Cyclist Deaths Highlight Rider Dangers
Two Wyoming bicyclists have been killed in the past several days, spurring calls from Wyoming’s cycling community for increased rider awareness and safety legislation.
On Friday, Matthew Harker, 39, died of brain trauma—one day after he was struck by an SUV in Casper.
On Saturday, 65-year-old Larry Hurst of Sheridan was killed after he and his wife were struck by a vehicle in on U.S. Highway 87 in Sheridan. His wife, Sarah, was critically injured in the crash and taken to a hospital in Billings.

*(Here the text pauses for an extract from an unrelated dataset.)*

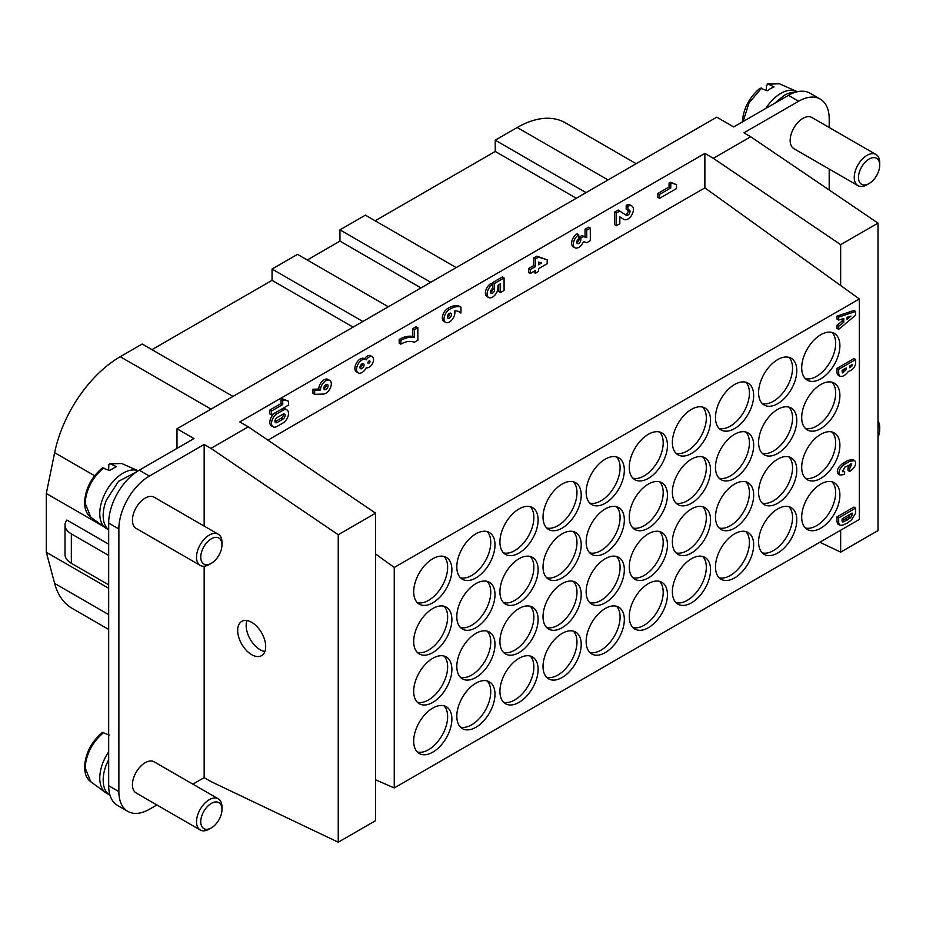 <?xml version="1.0" encoding="UTF-8"?>
<svg xmlns="http://www.w3.org/2000/svg" width="926" height="926" viewBox="0 0 926 926"><rect width="100%" height="100%" fill="white"/><g stroke="black" fill="none" stroke-linecap="round" stroke-linejoin="round"><path stroke-width="1.39" d="M267.915 440.139L704.871 187.862L704.871 153.415L713.356 158.323L750.697 136.759L877.998 223.12L877.998 530.586L840.658 552.139L819.846 542.231M204.148 526.084L204.148 444.468L210.943 448.381L248.284 426.828L239.799 421.92L704.871 153.415M273.158 426.828L271.457 425.844A7.802 4.503 -60 0 1 270.265 419.594A7.802 4.503 -60 0 1 275.358 412.718L281.296 409.292A7.802 4.503 -60 0 1 285.196 408.898L286.898 409.882A7.802 4.503 -60 0 1 288.09 416.133A7.802 4.503 -60 0 1 282.997 423.008L277.059 426.435A7.802 4.503 -60 0 1 273.158 426.828A7.802 4.503 -60 0 1 271.955 420.578A7.802 4.503 -60 0 1 277.059 413.702L282.997 410.264A7.802 4.503 -60 0 1 286.898 409.882M271.538 414.917L269.836 413.945L269.836 410.021L281.041 403.551L281.041 399.638L282.407 398.851L288.507 401.201L288.507 405.125L271.538 414.917L271.538 411.005L282.743 404.535L282.743 400.611L284.097 399.835L288.507 401.201M445.626 322.375L443.936 321.391A7.686 4.433 -60 0 1 442.744 315.268A7.686 4.433 -60 0 1 447.721 308.497A23.706 13.682 -60 0 1 459.261 306.147L460.963 307.131L460.963 313.011A21.9 12.64 120 0 0 459.539 311.935A21.9 12.64 120 0 0 454.678 310.951A7.686 4.433 -60 0 1 452.235 319.516A7.686 4.433 -60 0 1 445.626 322.375A7.686 4.433 -60 0 1 444.445 316.252A7.686 4.433 -60 0 1 449.423 309.481A23.706 13.682 -60 0 1 460.963 307.131M460.963 313.011L459.261 312.027A21.9 12.64 120 0 0 458.659 311.506M314.655 394.349L312.953 393.365L312.953 389.244L318.729 389.047A7.697 4.445 -60 0 1 322.144 381.396A7.697 4.445 -60 0 1 328.012 379.394L329.702 380.366A7.697 4.445 -60 0 1 330.339 388.006A7.697 4.445 -60 0 1 323.649 394.048L314.655 394.349L314.655 390.228L320.419 390.031A7.697 4.445 -60 0 1 323.834 382.369A7.697 4.445 -60 0 1 329.702 380.366M659.555 198.349L657.854 197.377L657.854 193.453L669.058 186.983L669.058 183.07L670.412 182.283L676.524 184.633L676.524 188.557L659.555 198.349L659.555 194.437L670.76 187.966L670.76 184.042L672.114 183.255L676.524 184.633M400.877 344.171L399.175 343.187L399.175 339.46A34.077 19.677 -60 0 1 412.591 336.427L412.591 328.788L416.156 326.728L417.846 327.711L417.846 340.247L414.281 342.307A28.22 16.298 120 0 0 400.877 344.171L400.877 340.444A34.077 19.677 -60 0 1 414.281 337.411L414.281 329.76L417.846 327.711M576.748 242.6A2.882 1.667 120 0 0 579.097 238.92L579.097 237.16L581.817 235.586L585.035 236.662L585.035 229.22L588.6 227.159L590.302 228.143L590.302 240.691L586.737 242.739L583.507 241.466A7.709 4.445 -60 0 1 574.919 247.763A7.709 4.445 -60 0 1 573.738 241.593A7.709 4.445 -60 0 1 578.762 234.81L578.762 238.723A2.882 1.667 120 0 0 576.875 241.269A2.882 1.667 120 0 0 577.315 243.573A2.882 1.667 120 0 0 579.537 242.797A2.882 1.667 120 0 0 580.799 239.903L580.799 238.132L583.507 236.57L586.737 237.646L586.737 230.204L590.302 228.143M574.919 247.763L573.229 246.779A7.709 4.445 -60 0 1 572.036 240.621A7.709 4.445 -60 0 1 577.06 233.827L578.762 234.81M358.165 372.877L356.475 371.893A7.686 4.433 -60 0 1 356.475 363.015A7.686 4.433 -60 0 1 364.15 358.582L365.851 359.566A7.686 4.433 -60 0 1 366.256 359.844A6.274 3.623 -60 0 1 372.252 356.684A6.274 3.623 -60 0 1 372.379 363.698A6.274 3.623 -60 0 1 366.256 367.691A7.686 4.433 -60 0 1 358.165 372.877A7.686 4.433 -60 0 1 358.165 363.999A7.686 4.433 -60 0 1 365.851 359.566M364.578 358.825A6.274 3.623 -60 0 1 370.55 355.7L372.252 356.684M616.438 225.689L614.748 224.717L614.748 211.973L618.14 210.017L626.289 215.307A3.912 2.257 120 0 0 627.897 215.156A2.998 1.736 120 0 0 629.854 212.517A2.998 1.736 120 0 0 629.402 210.109A2.998 1.736 120 0 0 627.897 210.26L627.897 206.336A7.802 4.503 -60 0 1 631.798 205.954A7.802 4.503 -60 0 1 632.99 212.204A7.802 4.503 -60 0 1 627.897 219.08A8.623 4.977 -60 0 1 623.904 219.416L619.83 216.869L619.83 223.733L616.438 225.689L616.438 212.957L619.83 210.989M624.981 214.427A3.912 2.257 120 0 0 626.196 214.184A2.998 1.736 120 0 0 628.291 210.075M627.897 210.26L626.196 209.276L626.196 205.364A7.802 4.503 -60 0 1 630.097 204.97L631.798 205.954M623.904 219.416L619.83 216.95M488.696 297.512L486.995 296.528A7.686 4.433 -60 0 1 485.814 290.382A7.686 4.433 -60 0 1 490.838 283.611L492.539 284.583L492.539 288.507A2.882 1.667 120 0 0 490.653 291.042A2.882 1.667 120 0 0 491.093 293.357A2.882 1.667 120 0 0 493.315 292.581A2.882 1.667 120 0 0 494.565 289.688L494.565 283.414L504.08 277.927L504.08 290.463L500.515 292.523L500.515 283.703L497.968 285.37L497.968 287.72A7.686 4.433 -60 0 1 494.611 295.452A7.686 4.433 -60 0 1 488.696 297.512A7.686 4.433 -60 0 1 487.516 291.354A7.686 4.433 -60 0 1 492.539 284.583M490.525 292.385A2.882 1.667 120 0 0 492.875 288.704L492.875 282.43L502.378 276.943L504.08 277.927M500.515 292.523L498.813 291.551L498.813 284.814M535.309 273.32L535.309 270.577L530.216 273.517L530.216 269.593L535.309 266.653L535.309 259.014L538.527 257.15L547.185 259.801L547.185 263.713L538.527 268.714L538.527 271.457L535.309 273.32L533.607 271.549M530.216 273.517L528.514 272.533L528.514 268.609L533.607 265.669L533.607 258.03L536.837 256.166L547.185 259.801M839.778 376.188L838.076 375.204L836.988 373.074L836.988 368.374L853.957 358.57L855.659 359.554L855.659 363.814C854.617 367.796 852.175 370.319 848.355 371.407C845.426 375.412 842.567 376.998 839.778 376.188L838.69 374.058L838.69 369.347L855.659 359.554M838.69 329.332L838.69 326.253L843.783 322.132L843.783 318.451L838.69 320.072L838.69 317.132L855.659 311.449L855.659 315.129L838.69 329.332L836.988 328.36L836.988 325.269L842.081 321.148L842.081 318.995M838.69 320.072L836.988 319.1L836.988 316.16L853.957 310.465L855.659 311.449M839.72 525.169L838.018 524.197L836.988 521.894L836.988 516.893L853.957 507.101L855.659 508.073L855.659 513.073L851.411 520.076L847.001 523.213L842.591 525.181L839.72 525.169L838.69 522.877L838.69 517.877L855.659 508.073M451.888 619.54A27.004 15.592 -60 0 1 440.093 646.718A27.004 15.592 -60 0 1 419.281 653.953A27.004 15.592 -60 0 1 419.281 622.77A27.004 15.592 -60 0 1 446.286 607.178A27.004 15.592 -60 0 1 451.888 619.54M494.993 594.642A27.004 15.592 -60 0 1 483.21 621.821A27.004 15.592 -60 0 1 462.398 629.055A27.004 15.592 -60 0 1 462.398 597.872A27.004 15.592 -60 0 1 489.403 582.28A27.004 15.592 -60 0 1 494.993 594.642M538.11 569.756A27.004 15.592 -60 0 1 526.315 596.934A27.004 15.592 -60 0 1 505.515 604.169A27.004 15.592 -60 0 1 505.515 572.986A27.004 15.592 -60 0 1 532.519 557.394A27.004 15.592 -60 0 1 538.11 569.756M581.215 544.858A27.004 15.592 -60 0 1 569.432 572.036A27.004 15.592 -60 0 1 548.62 579.271A27.004 15.592 -60 0 1 548.62 548.088A27.004 15.592 -60 0 1 575.625 532.496A27.004 15.592 -60 0 1 581.215 544.858M624.332 519.972A27.004 15.592 -60 0 1 612.549 547.15A27.004 15.592 -60 0 1 591.737 554.385A27.004 15.592 -60 0 1 591.737 523.202A27.004 15.592 -60 0 1 618.742 507.61A27.004 15.592 -60 0 1 624.332 519.972M667.449 495.086A27.004 15.592 -60 0 1 655.654 522.264A27.004 15.592 -60 0 1 634.854 529.498A27.004 15.592 -60 0 1 634.854 498.315A27.004 15.592 -60 0 1 661.858 482.724A27.004 15.592 -60 0 1 667.449 495.086M710.555 470.188A27.004 15.592 -60 0 1 698.771 497.366A27.004 15.592 -60 0 1 677.959 504.601A27.004 15.592 -60 0 1 677.959 473.417A27.004 15.592 -60 0 1 704.964 457.826A27.004 15.592 -60 0 1 710.555 470.188M753.671 445.302A27.004 15.592 -60 0 1 741.888 472.48A27.004 15.592 -60 0 1 721.076 479.714A27.004 15.592 -60 0 1 721.076 448.531A27.004 15.592 -60 0 1 748.081 432.94A27.004 15.592 -60 0 1 753.671 445.302M796.788 420.404A27.004 15.592 -60 0 1 784.993 447.582A27.004 15.592 -60 0 1 764.182 454.816A27.004 15.592 -60 0 1 764.182 423.633A27.004 15.592 -60 0 1 791.186 408.042A27.004 15.592 -60 0 1 796.788 420.404M839.894 395.518A27.004 15.592 -60 0 1 828.11 422.696A27.004 15.592 -60 0 1 807.298 429.93A27.004 15.592 -60 0 1 807.298 398.747A27.004 15.592 -60 0 1 834.303 383.156A27.004 15.592 -60 0 1 839.894 395.518M451.888 569.756A27.004 15.592 -60 0 1 440.093 596.934A27.004 15.592 -60 0 1 419.281 604.169A27.004 15.592 -60 0 1 419.281 572.986A27.004 15.592 -60 0 1 446.286 557.394A27.004 15.592 -60 0 1 451.888 569.756M494.993 544.858A27.004 15.592 -60 0 1 483.21 572.036A27.004 15.592 -60 0 1 462.398 579.271A27.004 15.592 -60 0 1 462.398 548.088A27.004 15.592 -60 0 1 489.403 532.496A27.004 15.592 -60 0 1 494.993 544.858M538.11 519.972A27.004 15.592 -60 0 1 526.315 547.15A27.004 15.592 -60 0 1 505.515 554.385A27.004 15.592 -60 0 1 505.515 523.202A27.004 15.592 -60 0 1 532.519 507.61A27.004 15.592 -60 0 1 538.11 519.972M581.215 495.086A27.004 15.592 -60 0 1 569.432 522.252A27.004 15.592 -60 0 1 548.62 529.487A27.004 15.592 -60 0 1 548.62 498.315A27.004 15.592 -60 0 1 575.625 482.724A27.004 15.592 -60 0 1 581.215 495.086M624.332 470.188A27.004 15.592 -60 0 1 612.549 497.366A27.004 15.592 -60 0 1 591.737 504.601A27.004 15.592 -60 0 1 591.737 473.417A27.004 15.592 -60 0 1 618.742 457.826A27.004 15.592 -60 0 1 624.332 470.188M667.449 445.302A27.004 15.592 -60 0 1 655.654 472.48A27.004 15.592 -60 0 1 634.854 479.714A27.004 15.592 -60 0 1 634.854 448.531A27.004 15.592 -60 0 1 661.858 432.94A27.004 15.592 -60 0 1 667.449 445.302M710.555 420.404A27.004 15.592 -60 0 1 698.771 447.582A27.004 15.592 -60 0 1 677.959 454.816A27.004 15.592 -60 0 1 677.959 423.633A27.004 15.592 -60 0 1 704.964 408.042A27.004 15.592 -60 0 1 710.555 420.404M753.671 395.518A27.004 15.592 -60 0 1 741.888 422.696A27.004 15.592 -60 0 1 721.076 429.93A27.004 15.592 -60 0 1 721.076 398.747A27.004 15.592 -60 0 1 748.081 383.156A27.004 15.592 -60 0 1 753.671 395.518M796.788 370.631A27.004 15.592 -60 0 1 784.993 397.798A27.004 15.592 -60 0 1 764.182 405.032A27.004 15.592 -60 0 1 764.182 373.861A27.004 15.592 -60 0 1 791.186 358.269A27.004 15.592 -60 0 1 796.788 370.631M839.894 345.734A27.004 15.592 -60 0 1 828.11 372.912A27.004 15.592 -60 0 1 807.298 380.146A27.004 15.592 -60 0 1 807.298 348.963A27.004 15.592 -60 0 1 834.303 333.372A27.004 15.592 -60 0 1 839.894 345.734M451.888 719.097A27.004 15.592 -60 0 1 440.093 746.275A27.004 15.592 -60 0 1 419.281 753.509A27.004 15.592 -60 0 1 419.281 722.326A27.004 15.592 -60 0 1 446.286 706.735A27.004 15.592 -60 0 1 451.888 719.097M494.993 694.211A27.004 15.592 -60 0 1 483.21 721.389A27.004 15.592 -60 0 1 462.398 728.623A27.004 15.592 -60 0 1 462.398 697.44A27.004 15.592 -60 0 1 489.403 681.849A27.004 15.592 -60 0 1 494.993 694.211M538.11 669.324A27.004 15.592 -60 0 1 526.315 696.491A27.004 15.592 -60 0 1 505.515 703.725A27.004 15.592 -60 0 1 505.515 672.554A27.004 15.592 -60 0 1 532.519 656.962A27.004 15.592 -60 0 1 538.11 669.324M581.215 644.427A27.004 15.592 -60 0 1 569.432 671.605A27.004 15.592 -60 0 1 548.62 678.839A27.004 15.592 -60 0 1 548.62 647.656A27.004 15.592 -60 0 1 575.625 632.064A27.004 15.592 -60 0 1 581.215 644.427M624.332 619.54A27.004 15.592 -60 0 1 612.549 646.718A27.004 15.592 -60 0 1 591.737 653.953A27.004 15.592 -60 0 1 591.737 622.77A27.004 15.592 -60 0 1 618.742 607.178A27.004 15.592 -60 0 1 624.332 619.54M667.449 594.642A27.004 15.592 -60 0 1 655.654 621.821A27.004 15.592 -60 0 1 634.854 629.055A27.004 15.592 -60 0 1 634.854 597.872A27.004 15.592 -60 0 1 661.858 582.28A27.004 15.592 -60 0 1 667.449 594.642M710.555 569.756A27.004 15.592 -60 0 1 698.771 596.934A27.004 15.592 -60 0 1 677.959 604.169A27.004 15.592 -60 0 1 677.959 572.986A27.004 15.592 -60 0 1 704.964 557.394A27.004 15.592 -60 0 1 710.555 569.756M753.671 544.87A27.004 15.592 -60 0 1 741.888 572.036A27.004 15.592 -60 0 1 721.076 579.271A27.004 15.592 -60 0 1 721.076 548.099A27.004 15.592 -60 0 1 748.081 532.508A27.004 15.592 -60 0 1 753.671 544.87M796.788 519.972A27.004 15.592 -60 0 1 784.993 547.15A27.004 15.592 -60 0 1 764.182 554.385A27.004 15.592 -60 0 1 764.182 523.202A27.004 15.592 -60 0 1 791.186 507.61A27.004 15.592 -60 0 1 796.788 519.972M839.894 495.086A27.004 15.592 -60 0 1 828.11 522.264A27.004 15.592 -60 0 1 807.298 529.498A27.004 15.592 -60 0 1 807.298 498.315A27.004 15.592 -60 0 1 834.303 482.724A27.004 15.592 -60 0 1 839.894 495.086M451.888 669.324A27.004 15.592 -60 0 1 440.093 696.491A27.004 15.592 -60 0 1 419.281 703.725A27.004 15.592 -60 0 1 419.281 672.542A27.004 15.592 -60 0 1 446.286 656.962A27.004 15.592 -60 0 1 451.888 669.324M494.993 644.427A27.004 15.592 -60 0 1 483.21 671.605A27.004 15.592 -60 0 1 462.398 678.839A27.004 15.592 -60 0 1 462.398 647.656A27.004 15.592 -60 0 1 489.403 632.064A27.004 15.592 -60 0 1 494.993 644.427M538.11 619.54A27.004 15.592 -60 0 1 526.315 646.718A27.004 15.592 -60 0 1 505.515 653.953A27.004 15.592 -60 0 1 505.515 622.77A27.004 15.592 -60 0 1 532.519 607.178A27.004 15.592 -60 0 1 538.11 619.54M581.215 594.642A27.004 15.592 -60 0 1 569.432 621.821A27.004 15.592 -60 0 1 548.62 629.055A27.004 15.592 -60 0 1 548.62 597.872A27.004 15.592 -60 0 1 575.625 582.28A27.004 15.592 -60 0 1 581.215 594.642M624.332 569.756A27.004 15.592 -60 0 1 612.549 596.934A27.004 15.592 -60 0 1 591.737 604.169A27.004 15.592 -60 0 1 591.737 572.986A27.004 15.592 -60 0 1 618.742 557.394A27.004 15.592 -60 0 1 624.332 569.756M667.449 544.87A27.004 15.592 -60 0 1 655.654 572.036A27.004 15.592 -60 0 1 634.854 579.271A27.004 15.592 -60 0 1 634.854 548.088A27.004 15.592 -60 0 1 661.858 532.496A27.004 15.592 -60 0 1 667.449 544.87M710.555 519.972A27.004 15.592 -60 0 1 698.771 547.15A27.004 15.592 -60 0 1 677.959 554.385A27.004 15.592 -60 0 1 677.959 523.202A27.004 15.592 -60 0 1 704.964 507.61A27.004 15.592 -60 0 1 710.555 519.972M753.671 495.086A27.004 15.592 -60 0 1 741.888 522.264A27.004 15.592 -60 0 1 721.076 529.498A27.004 15.592 -60 0 1 721.076 498.315A27.004 15.592 -60 0 1 748.081 482.724A27.004 15.592 -60 0 1 753.671 495.086M796.788 470.188A27.004 15.592 -60 0 1 784.993 497.366A27.004 15.592 -60 0 1 764.182 504.601A27.004 15.592 -60 0 1 764.182 473.417A27.004 15.592 -60 0 1 791.186 457.826A27.004 15.592 -60 0 1 796.788 470.188M839.894 445.302A27.004 15.592 -60 0 1 828.11 472.48A27.004 15.592 -60 0 1 807.298 479.714A27.004 15.592 -60 0 1 807.298 448.531A27.004 15.592 -60 0 1 834.303 432.94A27.004 15.592 -60 0 1 839.894 445.302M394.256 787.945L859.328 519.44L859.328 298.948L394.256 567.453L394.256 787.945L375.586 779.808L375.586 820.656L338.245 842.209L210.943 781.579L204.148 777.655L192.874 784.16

Cycle Wyoming President Amber Travsky says tragedies like this are reminders of just what’s at stake for bicyclists.
“It’s scary stuff, because whether the bicyclist is right or wrong, we can’t tango with a two-ton piece of metal,” Travsky said. “We’ll lose no matter who’s at fault. It’s just scary, and it does nothing to promote cycling.”
Travsky says the state should adopt a ‘safe passing law’—which would require motorists to pass cyclists only when road conditions allow for a buffer between them. Many states have adopted laws calling for a 3-foot buffer.
“I would like to see a distance of five feet,” Travsky said, “where you can’t, as a motorist, pass a bike unless it’s safe for you to pass with that kind of a buffer.”
Last month, the League of American Bicyclists released its annual report, showing that Wyoming had dropped 3 spots in the bike-friendliness rankings since last year, and now ranks 36th.